Citi a également relevé les progrès des banques françaises :

“Le marché a applaudi cela au cours de la saison des bénéfices du deuxième trimestre, a-t-il dit.

“Les Français ont commencé à parler de réduction des coûts, ils vont faire des progrès, et le marché attend ça.”

En revanche, les actions de la Deutsche Bank (DE:) ont atteint un plus bas historique jeudi, tombant à 5,81 euros par action au cours de la séance dans le contexte de la dernière vague d’aversion pour le risque qui a secoué le marché.

La banque allemande est en train de mettre en application un programme de restructuration de masse qui entraînera la suppression de 18 000 emplois dans le monde d’ici 2022 et la fermeture de ses activités de vente et de négociation d’actions, mais les investisseurs ont réagi avec un certain scepticisme.
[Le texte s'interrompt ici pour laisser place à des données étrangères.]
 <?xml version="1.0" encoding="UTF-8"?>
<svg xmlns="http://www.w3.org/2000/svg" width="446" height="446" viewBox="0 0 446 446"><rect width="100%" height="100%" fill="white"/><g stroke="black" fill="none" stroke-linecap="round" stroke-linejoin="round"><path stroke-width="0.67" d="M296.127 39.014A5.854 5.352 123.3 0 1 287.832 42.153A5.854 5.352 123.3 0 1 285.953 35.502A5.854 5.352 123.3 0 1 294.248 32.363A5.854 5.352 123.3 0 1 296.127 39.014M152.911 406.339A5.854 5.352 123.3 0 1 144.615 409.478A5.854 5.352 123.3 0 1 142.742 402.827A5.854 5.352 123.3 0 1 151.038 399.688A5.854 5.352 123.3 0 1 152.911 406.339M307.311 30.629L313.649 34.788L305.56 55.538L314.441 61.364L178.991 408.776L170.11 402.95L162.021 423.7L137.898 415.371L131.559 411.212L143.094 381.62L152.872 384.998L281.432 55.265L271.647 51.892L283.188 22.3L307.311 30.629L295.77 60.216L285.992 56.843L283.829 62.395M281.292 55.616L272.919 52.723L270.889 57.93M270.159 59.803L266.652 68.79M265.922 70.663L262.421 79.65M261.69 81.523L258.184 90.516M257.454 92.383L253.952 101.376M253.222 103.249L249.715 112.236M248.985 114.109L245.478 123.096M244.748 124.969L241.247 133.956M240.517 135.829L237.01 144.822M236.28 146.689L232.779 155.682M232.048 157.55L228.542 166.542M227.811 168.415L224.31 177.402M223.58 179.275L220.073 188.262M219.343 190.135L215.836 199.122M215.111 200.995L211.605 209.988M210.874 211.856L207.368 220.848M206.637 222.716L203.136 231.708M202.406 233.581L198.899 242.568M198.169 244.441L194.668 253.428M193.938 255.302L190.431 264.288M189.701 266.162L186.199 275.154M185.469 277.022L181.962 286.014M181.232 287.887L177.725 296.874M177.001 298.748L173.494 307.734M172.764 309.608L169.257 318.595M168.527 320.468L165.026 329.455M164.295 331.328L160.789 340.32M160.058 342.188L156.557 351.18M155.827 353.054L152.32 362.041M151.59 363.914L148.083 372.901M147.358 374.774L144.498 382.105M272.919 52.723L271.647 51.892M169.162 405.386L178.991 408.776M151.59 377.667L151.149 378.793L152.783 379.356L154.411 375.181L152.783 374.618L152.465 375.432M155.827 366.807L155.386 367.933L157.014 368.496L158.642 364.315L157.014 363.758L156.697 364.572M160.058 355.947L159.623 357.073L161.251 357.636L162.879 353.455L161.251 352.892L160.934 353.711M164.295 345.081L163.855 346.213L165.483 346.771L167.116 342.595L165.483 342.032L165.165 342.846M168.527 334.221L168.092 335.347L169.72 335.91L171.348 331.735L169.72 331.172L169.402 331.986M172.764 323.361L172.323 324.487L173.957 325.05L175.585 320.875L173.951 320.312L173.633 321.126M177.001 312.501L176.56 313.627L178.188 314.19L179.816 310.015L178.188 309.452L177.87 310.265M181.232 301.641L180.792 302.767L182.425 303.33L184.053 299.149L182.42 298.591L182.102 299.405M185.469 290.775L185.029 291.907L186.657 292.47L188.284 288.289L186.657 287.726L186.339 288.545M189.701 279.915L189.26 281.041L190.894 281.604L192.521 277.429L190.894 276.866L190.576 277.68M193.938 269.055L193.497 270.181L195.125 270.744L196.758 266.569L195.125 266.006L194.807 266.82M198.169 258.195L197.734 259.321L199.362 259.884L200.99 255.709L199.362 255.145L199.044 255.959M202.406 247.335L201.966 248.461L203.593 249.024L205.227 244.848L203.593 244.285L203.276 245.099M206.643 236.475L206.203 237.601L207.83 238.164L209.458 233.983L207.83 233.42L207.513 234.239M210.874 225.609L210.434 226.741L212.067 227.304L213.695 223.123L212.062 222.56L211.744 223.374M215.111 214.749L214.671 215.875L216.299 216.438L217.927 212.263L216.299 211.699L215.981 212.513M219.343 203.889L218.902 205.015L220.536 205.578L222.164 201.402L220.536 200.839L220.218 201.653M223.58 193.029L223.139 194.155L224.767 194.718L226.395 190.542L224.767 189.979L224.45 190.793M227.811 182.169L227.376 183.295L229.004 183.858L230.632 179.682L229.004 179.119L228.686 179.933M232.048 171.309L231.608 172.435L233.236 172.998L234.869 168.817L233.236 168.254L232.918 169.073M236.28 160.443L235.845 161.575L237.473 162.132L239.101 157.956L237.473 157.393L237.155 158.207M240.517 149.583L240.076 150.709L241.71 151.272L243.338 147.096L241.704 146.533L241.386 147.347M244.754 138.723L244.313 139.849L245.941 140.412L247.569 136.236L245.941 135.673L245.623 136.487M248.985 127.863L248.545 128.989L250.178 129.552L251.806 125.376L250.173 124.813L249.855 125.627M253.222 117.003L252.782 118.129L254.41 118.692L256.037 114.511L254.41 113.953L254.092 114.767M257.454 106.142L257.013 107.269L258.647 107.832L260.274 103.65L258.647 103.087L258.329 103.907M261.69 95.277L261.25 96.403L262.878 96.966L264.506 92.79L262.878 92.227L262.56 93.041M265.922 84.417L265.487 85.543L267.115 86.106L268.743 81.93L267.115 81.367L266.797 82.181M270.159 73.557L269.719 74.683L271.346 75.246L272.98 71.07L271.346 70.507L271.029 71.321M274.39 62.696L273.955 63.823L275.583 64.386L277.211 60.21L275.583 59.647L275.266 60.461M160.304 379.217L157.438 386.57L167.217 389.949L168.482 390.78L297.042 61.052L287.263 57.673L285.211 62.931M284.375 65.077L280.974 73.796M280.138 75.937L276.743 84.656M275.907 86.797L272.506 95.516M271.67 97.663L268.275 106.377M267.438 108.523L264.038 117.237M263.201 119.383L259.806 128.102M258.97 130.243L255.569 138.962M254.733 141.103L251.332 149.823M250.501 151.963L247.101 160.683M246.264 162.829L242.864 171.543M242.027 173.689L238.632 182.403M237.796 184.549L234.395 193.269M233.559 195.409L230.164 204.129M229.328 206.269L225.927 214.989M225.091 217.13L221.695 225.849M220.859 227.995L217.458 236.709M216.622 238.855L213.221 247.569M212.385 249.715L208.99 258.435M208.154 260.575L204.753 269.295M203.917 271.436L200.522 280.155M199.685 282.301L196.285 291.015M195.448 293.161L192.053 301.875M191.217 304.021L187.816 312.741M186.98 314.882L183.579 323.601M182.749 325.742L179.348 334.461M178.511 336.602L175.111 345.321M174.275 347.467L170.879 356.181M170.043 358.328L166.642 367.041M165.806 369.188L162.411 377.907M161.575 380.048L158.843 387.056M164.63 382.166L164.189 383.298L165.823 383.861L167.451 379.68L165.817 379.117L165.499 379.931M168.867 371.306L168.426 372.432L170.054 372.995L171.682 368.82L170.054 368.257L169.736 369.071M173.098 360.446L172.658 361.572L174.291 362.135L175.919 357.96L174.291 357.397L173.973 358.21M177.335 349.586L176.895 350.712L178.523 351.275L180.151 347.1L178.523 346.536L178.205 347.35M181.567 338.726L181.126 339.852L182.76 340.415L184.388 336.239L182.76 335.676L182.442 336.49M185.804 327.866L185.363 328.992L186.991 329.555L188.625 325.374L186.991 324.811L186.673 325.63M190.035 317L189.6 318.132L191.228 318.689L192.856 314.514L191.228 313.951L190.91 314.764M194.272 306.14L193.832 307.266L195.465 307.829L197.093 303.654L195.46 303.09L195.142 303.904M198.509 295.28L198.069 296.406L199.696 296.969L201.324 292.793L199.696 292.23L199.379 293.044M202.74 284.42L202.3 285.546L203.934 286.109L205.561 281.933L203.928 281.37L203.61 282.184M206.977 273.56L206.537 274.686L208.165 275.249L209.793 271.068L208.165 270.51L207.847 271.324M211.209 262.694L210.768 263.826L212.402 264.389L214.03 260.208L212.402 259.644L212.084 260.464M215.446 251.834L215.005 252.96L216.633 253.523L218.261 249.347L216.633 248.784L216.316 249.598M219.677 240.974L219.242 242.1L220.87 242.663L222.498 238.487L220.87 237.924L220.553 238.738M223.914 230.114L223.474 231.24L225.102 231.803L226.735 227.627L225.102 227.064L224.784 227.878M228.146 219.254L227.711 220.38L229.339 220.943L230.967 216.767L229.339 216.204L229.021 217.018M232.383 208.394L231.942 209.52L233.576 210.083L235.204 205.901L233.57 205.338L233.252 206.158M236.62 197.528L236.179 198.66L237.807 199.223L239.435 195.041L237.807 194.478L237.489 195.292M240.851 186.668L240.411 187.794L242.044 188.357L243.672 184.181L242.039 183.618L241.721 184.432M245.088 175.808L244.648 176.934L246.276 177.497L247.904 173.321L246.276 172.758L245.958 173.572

Le cours de l’action de la banque est en baisse depuis un certain nombre d’années, avec une série de défis économiques structurels et plus larges exacerbés par une série de scandales liés à des défaillances dans la lutte contre le blanchiment de capitaux.

La Commerzbank (DE:), qui a fait l’objet d’un accord de fusion raté avec la Deutsche Bank cette année, a également vu le cours de ses actions chuter au cours des 18 derniers mois, confirmant la sous-perfromance du secteur bancaire allemand.